The linear velocity sensor contains a magnetic system consisting of a permanent magnet 1, a magnetic circuit 2, on which a fixed inductor 3 is placed with leads a ₁ and b ₁ . The gap between the magnet 1 and the core of the magnetic circuit 2 includes a movable inductor 4 with leads c ₁ and d ₁ . A key 5 is included in the circuit of the movable inductance coil 4, allowing shorting the terminals c ₁ and d ₁ .

The sensor is equipped with an additional magnetic system in the form of an additional permanent magnet 6, an additional fixed inductor 7 with leads a ₂ and b ₂ , located on the second core of the magnetic circuit 2, an additional movable inductor 8 with leads c ₂ and d ₂ , which can move in air the gap of the additional magnetic system. An additional switch 9 is included in the circuit of the movable inductor 8 for shorting the terminals c ₂ and d ₂ .

 The linear speed sensor operates as follows.

 The movable inductors 4 and 8 are attached to the moving objects under study (not shown), and the magnetic systems are attached to the stationary object, relative to which the studied objects are moving so that the movable inductors 4 and 8 can move freely in the gap between the corresponding magnets 1 and 6 and the core of the magnetic circuit 2. At the same time, over the entire investigated movement of a moving object, the moving inductance coils should not leave the gap between magnets 1 and 6 of the core of the magnetic circuit 2.

When studying the law of changing the speed of one or another object, the keys 5 and 9 are open, and voltages proportional to the speed of movement of the corresponding objects are removed from the terminals c ₁ and d ₁ , as well as c ₂ and d _{2 of the} moving inductors 4 and 8 of the inductance.

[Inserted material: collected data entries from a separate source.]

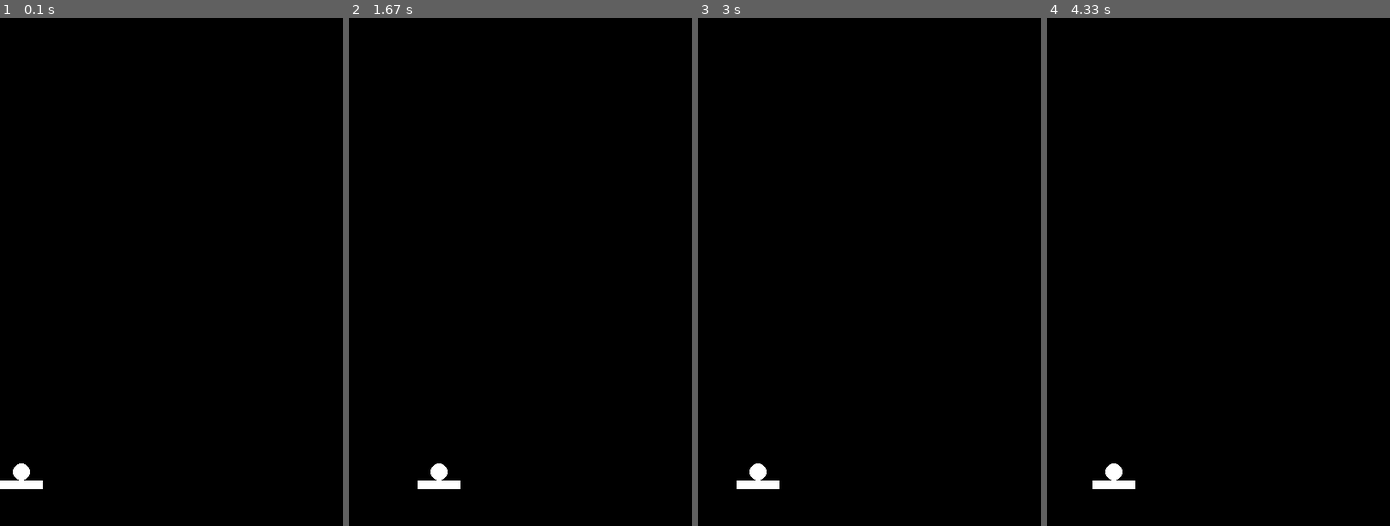
Above: before the commit, frames 1-4 (left to right).
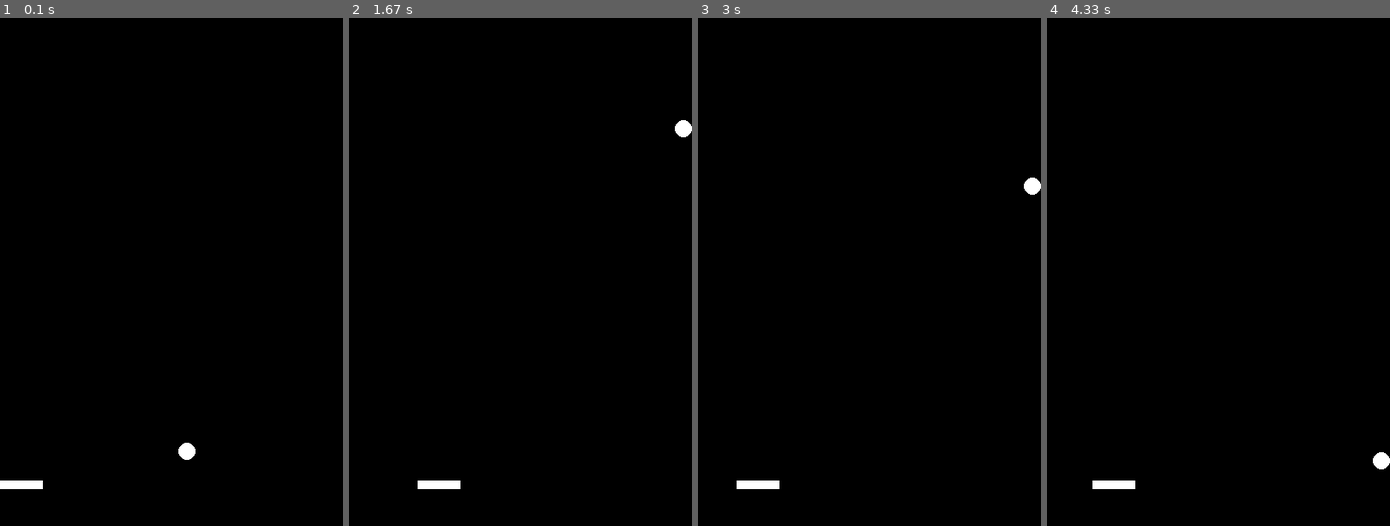
Above: after the commit, the same moments.

Repository: Vermee81/pygame-pingpong
Game: pygame game, started from main.py
Same seed, same stepped clock (60 frames per second), same inputs: the game is played once before the commit and once after it.
Inputs (mouse positions are in pixels of both pictures, inside the frame that each line leads up to):
- Up to frame 1 (0.1 s): no input
- Up to frame 2 (1.67 s): click (520, 272) at 0.38 s; click (554, 383) at 0.72 s; click (643, 449) at 1.05 s; click (438, 170) at 1.38 s
- Up to frame 3 (3 s): click (869, 332) at 1.72 s; click (821, 165) at 2.05 s; click (989, 404) at 2.38 s; click (759, 322) at 2.72 s
- Up to frame 4 (4.33 s): click (1119, 170) at 3.05 s; click (1136, 358) at 3.38 s; click (1341, 388) at 3.72 s; click (1115, 459) at 4.05 s

The runs differ from the first frame. In frame 1, 0.3% of the frame differs, in the area x 3-57%, y 83-92%; in frame 2, 0.3%; in frame 3, 0.3%; in frame 4, 0.3%.

Commit message:
ボールを動かす

Diff:
--- a/main.py
+++ b/main.py
@@ -26,6 +26,7 @@
     ball_rect = ball.get_rect()
     ball_rect.centerx = bar_rect.centerx  # ボールのxの初期位置は棒の中心に合わせる
     ball_rect.bottom = bar_rect.top  # ボールのyの初期位置は棒の上辺に合わせる
+    dx, dy = 3, -4  # ボールのx軸、y軸のスピード
 
     while True:
 
@@ -35,7 +36,12 @@
             0
         ]  # get_posでx座標とy座標のtupleが返ってくるので、tupleの最初の要素をとる
         bar_rect.clamp_ip(SCREEN)
-        ball_rect.centerx = bar_rect.centerx
+        ball_rect.move_ip(dx, dy)
+        if ball_rect.left < SCREEN.left or ball_rect.bottom > SCREEN.bottom:
+            dx = -dx
+        if ball_rect.top < SCREEN.top or ball_rect.bottom > SCREEN.bottom:
+            dy = -dy
+        ball_rect.clamp_ip(SCREEN)
 
         screen.blit(bar, bar_rect)
         screen.blit(ball, ball_rect)
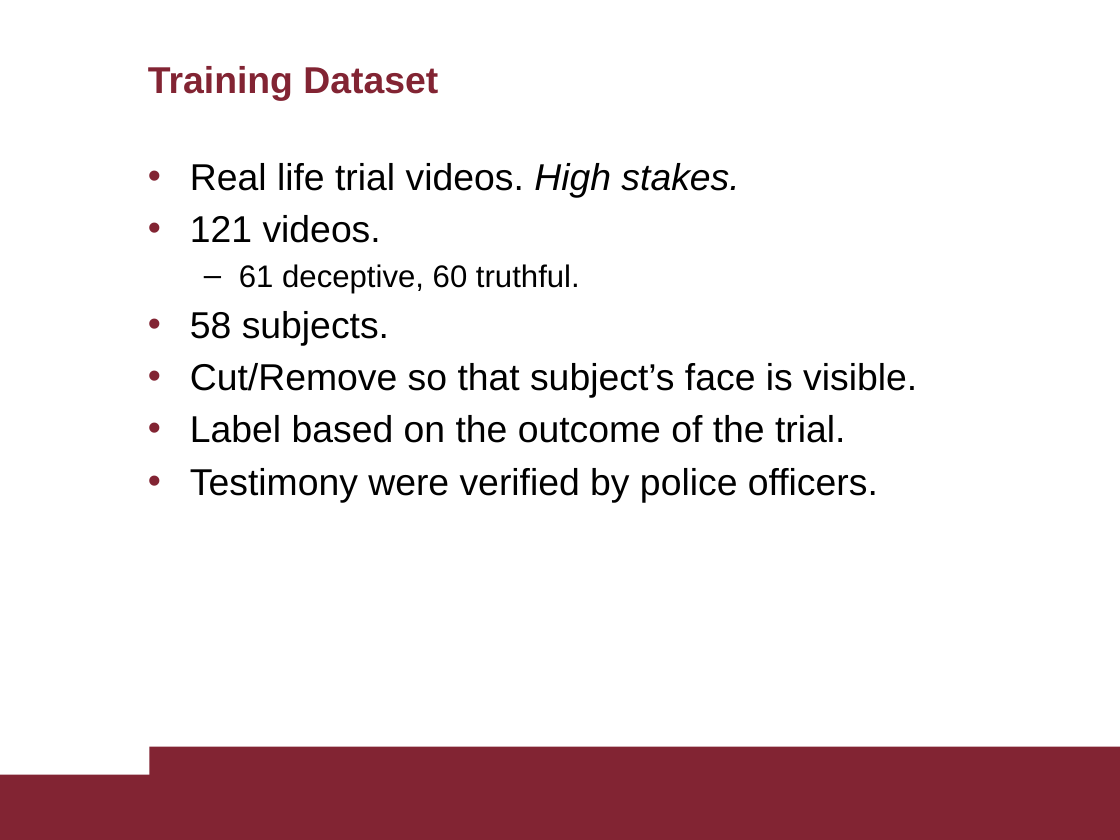
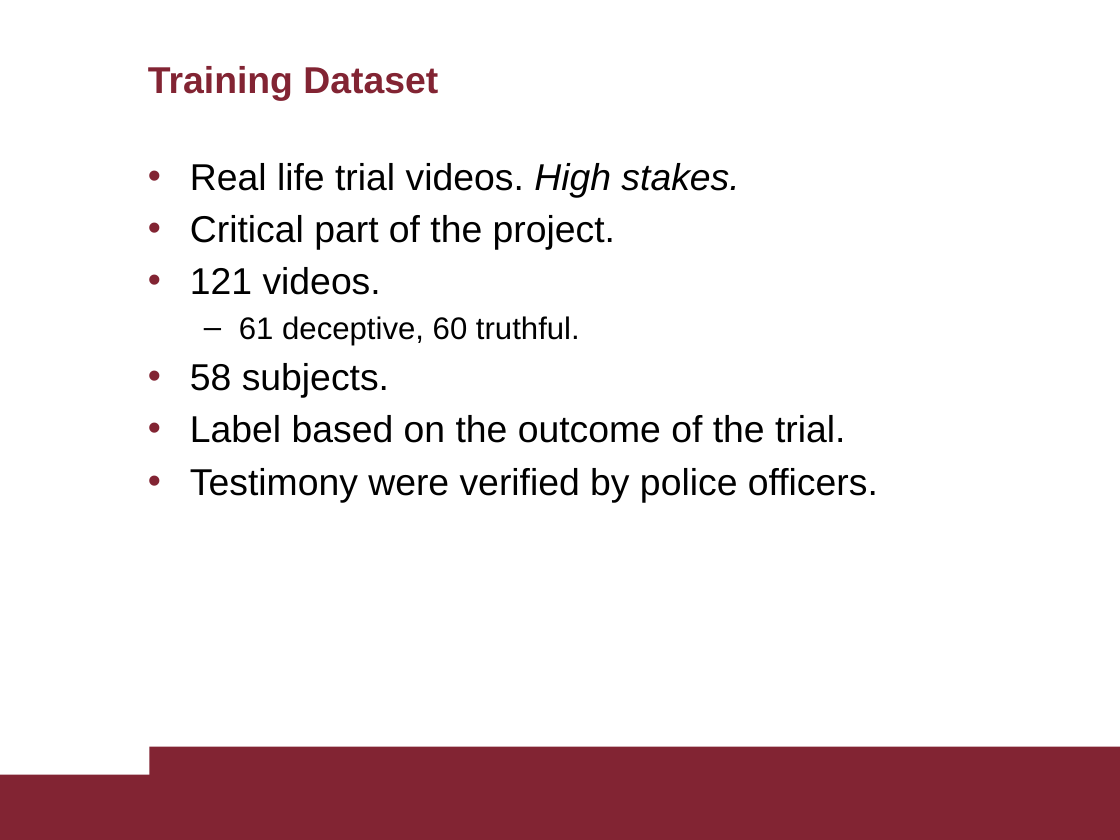
Before and after one commit to AscaL/thesis, a slide deck: slide 16 of Tesi Emanuele Orfanelli 1383726.pptx (slide 17 before the commit). Drawn at 1120x840 pixels with LibreOffice and Linux fonts; fonts in the diff are those of the drawing. Boxes give left, top, right and bottom in pixels: in the first picture for what was removed or moved away, otherwise in the second. Text is boxed around its words. In the diff, an @@ line names an element or a change of style, - is before the commit and + after.

```diff
--- a/Tesi Emanuele Orfanelli 1383726.pptx
+++ b/Tesi Emanuele Orfanelli 1383726.pptx
@@ text at box(190, 215, 615, 250): paragraph added @@
+• Critical part of the project.
@@ text at box(190, 363, 917, 398): paragraph removed @@
-• Cut/Remove so that subject’s face is visible.
```
Also in this commit, not shown: 22 other slides changed, 1 slide added, 3 slides removed, 1 other file.

 When differential coils 4 and 8 are switched on, a signal proportional to the algebraic sum of the speeds of moving objects is removed from their output terminals.

When studying the law of change of acceleration, keys 5 and 9 are closed. In this case, the signals proportional to the acceleration of moving objects are removed from the conclusions a ₁ and b ₁ , as well as a ₂ and b _{2 of the} fixed coils 3 and 7.

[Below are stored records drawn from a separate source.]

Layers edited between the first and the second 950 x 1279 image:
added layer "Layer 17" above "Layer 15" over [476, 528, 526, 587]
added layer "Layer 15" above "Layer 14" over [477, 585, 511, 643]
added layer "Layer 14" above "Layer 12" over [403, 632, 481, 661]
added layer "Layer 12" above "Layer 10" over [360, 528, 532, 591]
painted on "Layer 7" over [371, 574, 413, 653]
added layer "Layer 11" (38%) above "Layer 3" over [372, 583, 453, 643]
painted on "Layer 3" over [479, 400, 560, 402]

 With the differential connection of inductors 3 and 7, a signal proportional to the algebraic sum of the displacements of the objects under study is removed from their output terminals.

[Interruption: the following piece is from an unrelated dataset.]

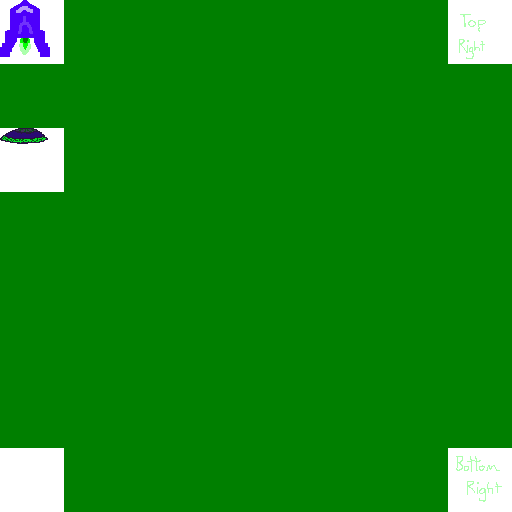
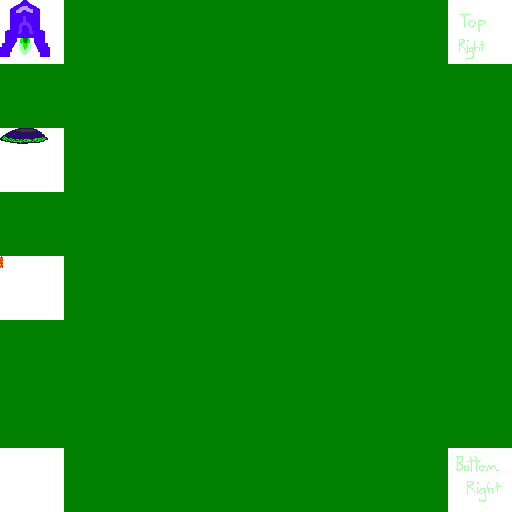
Comparing the layer stacks of the two 512 x 512 images. Changes:
painted on "Background" over [0, 256, 64, 320]

а ускорение - первая производная скорости по времени

или вторая производная пути по времени

данный датчик может быть использован в математических приборах, решающих задачи методами высшей математики.Given that speed is the first time derivative of a path

and acceleration is the first time derivative of speed

or second time derivative of the path

This sensor can be used in mathematical devices that solve problems by methods of higher mathematics.

Claims (1)

 Linear speed and acceleration sensor containing a magnetic system consisting of a permanent magnet and a magnetic circuit, two inductors mounted coaxially on the core of the magnetic circuit, one of which has the ability to linearly move in the air gap of the magnetic system, and the second is fixedly mounted on the core of the magnetic circuit, characterized in that the sensor is equipped with an additional magnetic system in the form of a permanent magnet, the poles of the same name directed opposite to the poles of the main magnetic system, and two there are additional inductors, and the magnetic circuit is equipped with an additional rod on which one of the additional inductors is fixedly mounted, the other additional inductor has the ability to move in the air gap of the additional magnetic system, while the stationary inductors are differentially connected, and the inductors having the ability to move in the gaps of the corresponding magnetic systems are included differentially.